The SKLearn-style interface is just one example of a bigger picture. We can only really run via command-line.

A better approach might be to provide a GE class, or a GERegressor subclass, allowing to manage runs from a notebook (eg #101), a bit like this:

for p in [0.001, 0.01]:
    reg = ponyge.GERegressor(pmut=p)
    reg.fit(X, y)
    print(reg.score(X, y))

I think we can't loop over hyperparameters like this, at the moment, because the hyperparameter handling is mixed with the command-line parsing. (Right?)

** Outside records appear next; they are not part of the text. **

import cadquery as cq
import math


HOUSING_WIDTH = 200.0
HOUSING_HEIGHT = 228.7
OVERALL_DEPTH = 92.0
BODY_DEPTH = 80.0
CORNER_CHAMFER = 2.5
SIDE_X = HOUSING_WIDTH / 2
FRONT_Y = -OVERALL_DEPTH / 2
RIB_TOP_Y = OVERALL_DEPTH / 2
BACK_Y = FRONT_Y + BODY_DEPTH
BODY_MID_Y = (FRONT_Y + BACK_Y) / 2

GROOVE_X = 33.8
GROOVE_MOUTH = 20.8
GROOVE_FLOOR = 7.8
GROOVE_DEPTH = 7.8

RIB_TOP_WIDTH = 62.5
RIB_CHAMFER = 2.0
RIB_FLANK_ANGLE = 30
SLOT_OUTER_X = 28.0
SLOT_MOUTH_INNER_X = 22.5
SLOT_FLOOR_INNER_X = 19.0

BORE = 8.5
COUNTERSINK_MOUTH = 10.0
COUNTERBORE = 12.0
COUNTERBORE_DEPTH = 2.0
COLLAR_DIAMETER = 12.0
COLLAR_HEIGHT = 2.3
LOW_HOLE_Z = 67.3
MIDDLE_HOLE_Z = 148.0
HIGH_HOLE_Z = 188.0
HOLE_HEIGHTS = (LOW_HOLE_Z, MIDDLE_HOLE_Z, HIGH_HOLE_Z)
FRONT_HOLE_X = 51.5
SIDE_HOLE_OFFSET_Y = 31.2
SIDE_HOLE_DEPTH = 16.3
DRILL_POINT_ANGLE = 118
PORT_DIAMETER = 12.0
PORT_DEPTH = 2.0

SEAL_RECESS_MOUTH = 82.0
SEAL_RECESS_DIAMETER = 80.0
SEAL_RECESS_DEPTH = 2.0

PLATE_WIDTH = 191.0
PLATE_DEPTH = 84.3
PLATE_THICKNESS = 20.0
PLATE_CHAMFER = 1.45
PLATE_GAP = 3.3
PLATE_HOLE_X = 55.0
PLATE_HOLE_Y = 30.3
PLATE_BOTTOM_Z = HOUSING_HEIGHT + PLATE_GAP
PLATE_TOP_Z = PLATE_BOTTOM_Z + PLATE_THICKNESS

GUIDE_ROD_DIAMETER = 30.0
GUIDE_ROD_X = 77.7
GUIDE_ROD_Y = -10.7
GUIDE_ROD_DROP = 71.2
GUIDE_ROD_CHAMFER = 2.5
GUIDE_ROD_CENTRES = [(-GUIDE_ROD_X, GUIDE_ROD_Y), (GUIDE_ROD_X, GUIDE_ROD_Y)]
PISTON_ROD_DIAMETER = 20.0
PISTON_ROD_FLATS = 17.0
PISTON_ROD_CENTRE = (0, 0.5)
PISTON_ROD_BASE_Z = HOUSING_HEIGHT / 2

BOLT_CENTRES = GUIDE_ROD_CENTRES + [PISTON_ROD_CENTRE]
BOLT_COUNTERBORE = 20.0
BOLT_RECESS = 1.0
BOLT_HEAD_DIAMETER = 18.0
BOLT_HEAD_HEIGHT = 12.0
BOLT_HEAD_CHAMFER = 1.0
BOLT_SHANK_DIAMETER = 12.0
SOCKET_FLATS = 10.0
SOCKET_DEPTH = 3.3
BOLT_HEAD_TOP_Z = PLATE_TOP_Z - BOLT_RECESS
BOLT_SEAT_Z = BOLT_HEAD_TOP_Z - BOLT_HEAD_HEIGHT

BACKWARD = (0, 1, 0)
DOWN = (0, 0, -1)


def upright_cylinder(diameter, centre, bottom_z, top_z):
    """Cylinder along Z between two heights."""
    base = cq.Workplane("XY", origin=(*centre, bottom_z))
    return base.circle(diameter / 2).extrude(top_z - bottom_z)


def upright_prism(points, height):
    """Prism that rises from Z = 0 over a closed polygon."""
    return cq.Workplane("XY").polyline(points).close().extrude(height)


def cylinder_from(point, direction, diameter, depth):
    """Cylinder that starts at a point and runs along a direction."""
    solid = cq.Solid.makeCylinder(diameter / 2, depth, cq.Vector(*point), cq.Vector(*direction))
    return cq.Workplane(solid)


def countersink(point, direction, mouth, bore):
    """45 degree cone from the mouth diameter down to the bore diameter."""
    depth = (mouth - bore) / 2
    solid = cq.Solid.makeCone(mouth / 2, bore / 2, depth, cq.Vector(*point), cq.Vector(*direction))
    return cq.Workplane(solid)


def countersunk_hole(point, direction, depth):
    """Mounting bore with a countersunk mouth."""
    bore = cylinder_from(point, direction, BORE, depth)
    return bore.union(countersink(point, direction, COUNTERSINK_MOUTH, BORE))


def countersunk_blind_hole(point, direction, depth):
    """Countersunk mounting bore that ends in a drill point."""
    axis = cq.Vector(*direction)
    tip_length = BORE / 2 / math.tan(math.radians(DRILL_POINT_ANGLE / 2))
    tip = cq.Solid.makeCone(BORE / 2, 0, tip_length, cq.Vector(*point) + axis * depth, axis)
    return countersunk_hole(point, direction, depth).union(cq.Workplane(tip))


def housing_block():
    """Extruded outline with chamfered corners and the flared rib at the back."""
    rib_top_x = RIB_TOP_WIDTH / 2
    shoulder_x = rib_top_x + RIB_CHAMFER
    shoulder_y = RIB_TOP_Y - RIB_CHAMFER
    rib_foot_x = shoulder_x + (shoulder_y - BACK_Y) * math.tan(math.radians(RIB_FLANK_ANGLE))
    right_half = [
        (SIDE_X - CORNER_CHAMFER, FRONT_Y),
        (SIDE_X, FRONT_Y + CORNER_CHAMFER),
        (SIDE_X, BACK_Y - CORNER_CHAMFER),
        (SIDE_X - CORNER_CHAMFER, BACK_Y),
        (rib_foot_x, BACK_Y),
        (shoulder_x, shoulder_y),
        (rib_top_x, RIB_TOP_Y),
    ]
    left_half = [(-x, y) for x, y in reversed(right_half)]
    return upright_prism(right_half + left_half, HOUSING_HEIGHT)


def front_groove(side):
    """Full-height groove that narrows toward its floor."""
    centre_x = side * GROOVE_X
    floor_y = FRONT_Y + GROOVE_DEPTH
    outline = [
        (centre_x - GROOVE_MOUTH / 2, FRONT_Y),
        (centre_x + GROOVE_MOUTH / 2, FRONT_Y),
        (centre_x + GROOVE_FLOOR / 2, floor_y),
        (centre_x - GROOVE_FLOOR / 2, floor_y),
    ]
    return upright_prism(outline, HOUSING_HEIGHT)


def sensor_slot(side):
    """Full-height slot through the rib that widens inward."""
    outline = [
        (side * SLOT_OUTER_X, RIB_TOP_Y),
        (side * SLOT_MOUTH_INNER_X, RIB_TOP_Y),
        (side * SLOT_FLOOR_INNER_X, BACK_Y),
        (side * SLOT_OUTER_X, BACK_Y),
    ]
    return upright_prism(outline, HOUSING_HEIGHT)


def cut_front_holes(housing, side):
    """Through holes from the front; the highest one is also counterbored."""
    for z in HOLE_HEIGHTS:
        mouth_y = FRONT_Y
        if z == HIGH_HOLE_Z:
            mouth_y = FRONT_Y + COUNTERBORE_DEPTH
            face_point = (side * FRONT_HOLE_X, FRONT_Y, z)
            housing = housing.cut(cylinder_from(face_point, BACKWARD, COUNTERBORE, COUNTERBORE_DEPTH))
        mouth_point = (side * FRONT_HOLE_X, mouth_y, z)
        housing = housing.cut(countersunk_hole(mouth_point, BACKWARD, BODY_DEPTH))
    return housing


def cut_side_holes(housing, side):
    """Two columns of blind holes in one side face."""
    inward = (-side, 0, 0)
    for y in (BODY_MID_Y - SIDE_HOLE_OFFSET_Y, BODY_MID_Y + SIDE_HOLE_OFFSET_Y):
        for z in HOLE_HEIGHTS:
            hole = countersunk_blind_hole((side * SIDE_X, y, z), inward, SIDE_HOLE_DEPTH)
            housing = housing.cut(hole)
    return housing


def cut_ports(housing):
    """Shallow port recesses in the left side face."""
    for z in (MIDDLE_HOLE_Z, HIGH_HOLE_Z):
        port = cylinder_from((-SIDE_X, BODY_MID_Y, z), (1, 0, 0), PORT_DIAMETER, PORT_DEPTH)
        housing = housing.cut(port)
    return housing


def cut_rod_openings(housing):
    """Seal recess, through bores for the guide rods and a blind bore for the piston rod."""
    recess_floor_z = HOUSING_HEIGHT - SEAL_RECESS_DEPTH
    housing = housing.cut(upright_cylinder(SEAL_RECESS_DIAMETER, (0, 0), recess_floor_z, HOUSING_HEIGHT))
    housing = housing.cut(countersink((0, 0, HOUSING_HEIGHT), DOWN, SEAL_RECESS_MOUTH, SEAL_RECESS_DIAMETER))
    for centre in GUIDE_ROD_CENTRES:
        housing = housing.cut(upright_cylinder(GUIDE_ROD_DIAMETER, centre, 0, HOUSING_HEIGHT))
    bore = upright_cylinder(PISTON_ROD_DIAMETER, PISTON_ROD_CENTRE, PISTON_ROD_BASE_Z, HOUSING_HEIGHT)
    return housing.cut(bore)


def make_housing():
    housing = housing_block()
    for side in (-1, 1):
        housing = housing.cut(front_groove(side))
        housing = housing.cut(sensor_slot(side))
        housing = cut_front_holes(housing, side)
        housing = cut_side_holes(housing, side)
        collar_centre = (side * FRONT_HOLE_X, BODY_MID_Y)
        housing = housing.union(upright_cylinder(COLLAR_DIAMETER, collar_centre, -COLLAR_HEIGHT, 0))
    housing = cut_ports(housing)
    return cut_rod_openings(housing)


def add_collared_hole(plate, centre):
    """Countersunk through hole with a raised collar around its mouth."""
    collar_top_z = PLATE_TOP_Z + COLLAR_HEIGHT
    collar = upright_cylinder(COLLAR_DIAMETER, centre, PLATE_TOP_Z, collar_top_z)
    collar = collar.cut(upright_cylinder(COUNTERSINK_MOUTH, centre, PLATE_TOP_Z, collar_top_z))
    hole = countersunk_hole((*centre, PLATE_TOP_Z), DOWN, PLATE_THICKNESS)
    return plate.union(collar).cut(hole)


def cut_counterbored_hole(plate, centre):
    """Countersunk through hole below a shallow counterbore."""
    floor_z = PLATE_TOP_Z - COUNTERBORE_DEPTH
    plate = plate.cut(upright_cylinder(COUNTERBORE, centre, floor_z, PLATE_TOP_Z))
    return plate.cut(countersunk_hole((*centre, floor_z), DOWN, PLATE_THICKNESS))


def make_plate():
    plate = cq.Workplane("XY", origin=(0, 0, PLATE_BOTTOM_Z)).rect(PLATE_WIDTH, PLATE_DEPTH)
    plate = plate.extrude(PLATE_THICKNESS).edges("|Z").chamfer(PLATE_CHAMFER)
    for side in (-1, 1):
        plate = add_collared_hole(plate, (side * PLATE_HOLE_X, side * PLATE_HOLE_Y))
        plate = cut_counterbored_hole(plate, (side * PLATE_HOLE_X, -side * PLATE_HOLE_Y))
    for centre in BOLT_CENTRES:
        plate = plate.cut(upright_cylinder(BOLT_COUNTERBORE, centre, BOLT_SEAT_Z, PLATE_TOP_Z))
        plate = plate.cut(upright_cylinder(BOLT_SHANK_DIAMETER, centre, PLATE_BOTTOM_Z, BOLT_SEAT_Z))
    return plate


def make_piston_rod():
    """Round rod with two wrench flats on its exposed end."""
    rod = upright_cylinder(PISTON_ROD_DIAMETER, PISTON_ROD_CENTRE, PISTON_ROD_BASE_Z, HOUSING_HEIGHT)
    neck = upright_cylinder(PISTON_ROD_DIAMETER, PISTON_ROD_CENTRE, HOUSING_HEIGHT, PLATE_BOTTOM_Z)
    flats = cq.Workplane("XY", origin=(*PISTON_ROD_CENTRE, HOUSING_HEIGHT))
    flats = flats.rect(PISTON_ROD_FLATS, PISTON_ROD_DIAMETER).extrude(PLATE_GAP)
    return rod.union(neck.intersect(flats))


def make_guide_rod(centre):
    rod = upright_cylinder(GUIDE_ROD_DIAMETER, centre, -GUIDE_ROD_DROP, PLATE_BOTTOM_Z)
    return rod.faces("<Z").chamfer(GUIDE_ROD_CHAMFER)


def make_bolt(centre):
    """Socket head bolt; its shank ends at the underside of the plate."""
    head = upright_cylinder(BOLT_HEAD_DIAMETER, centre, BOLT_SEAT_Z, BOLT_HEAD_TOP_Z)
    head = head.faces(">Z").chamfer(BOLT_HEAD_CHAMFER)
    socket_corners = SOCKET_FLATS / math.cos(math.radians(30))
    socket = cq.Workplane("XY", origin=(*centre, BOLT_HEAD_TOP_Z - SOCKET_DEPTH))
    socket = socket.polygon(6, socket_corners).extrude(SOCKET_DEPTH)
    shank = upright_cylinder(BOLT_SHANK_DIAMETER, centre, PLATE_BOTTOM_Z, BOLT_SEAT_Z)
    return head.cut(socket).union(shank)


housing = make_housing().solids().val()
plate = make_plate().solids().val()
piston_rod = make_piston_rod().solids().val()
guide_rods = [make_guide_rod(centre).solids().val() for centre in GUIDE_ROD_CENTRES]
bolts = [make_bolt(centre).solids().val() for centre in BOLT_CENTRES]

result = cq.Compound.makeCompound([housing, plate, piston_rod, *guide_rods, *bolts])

(If we could create a class as above, then the command-line interface would just be a script that handles CLI arguments and makes an appropriate call to this class.)

The biggest obstacle to this is our parameter handling. Parameters are held in the parameters module (not a class). It was designed this way, I think, so that we don't have to pass zillions of parameters into every function. We just have access to the parameters module via import. (That code also feels a bit spaghetti-like as we import the module and then overwrite values in it.)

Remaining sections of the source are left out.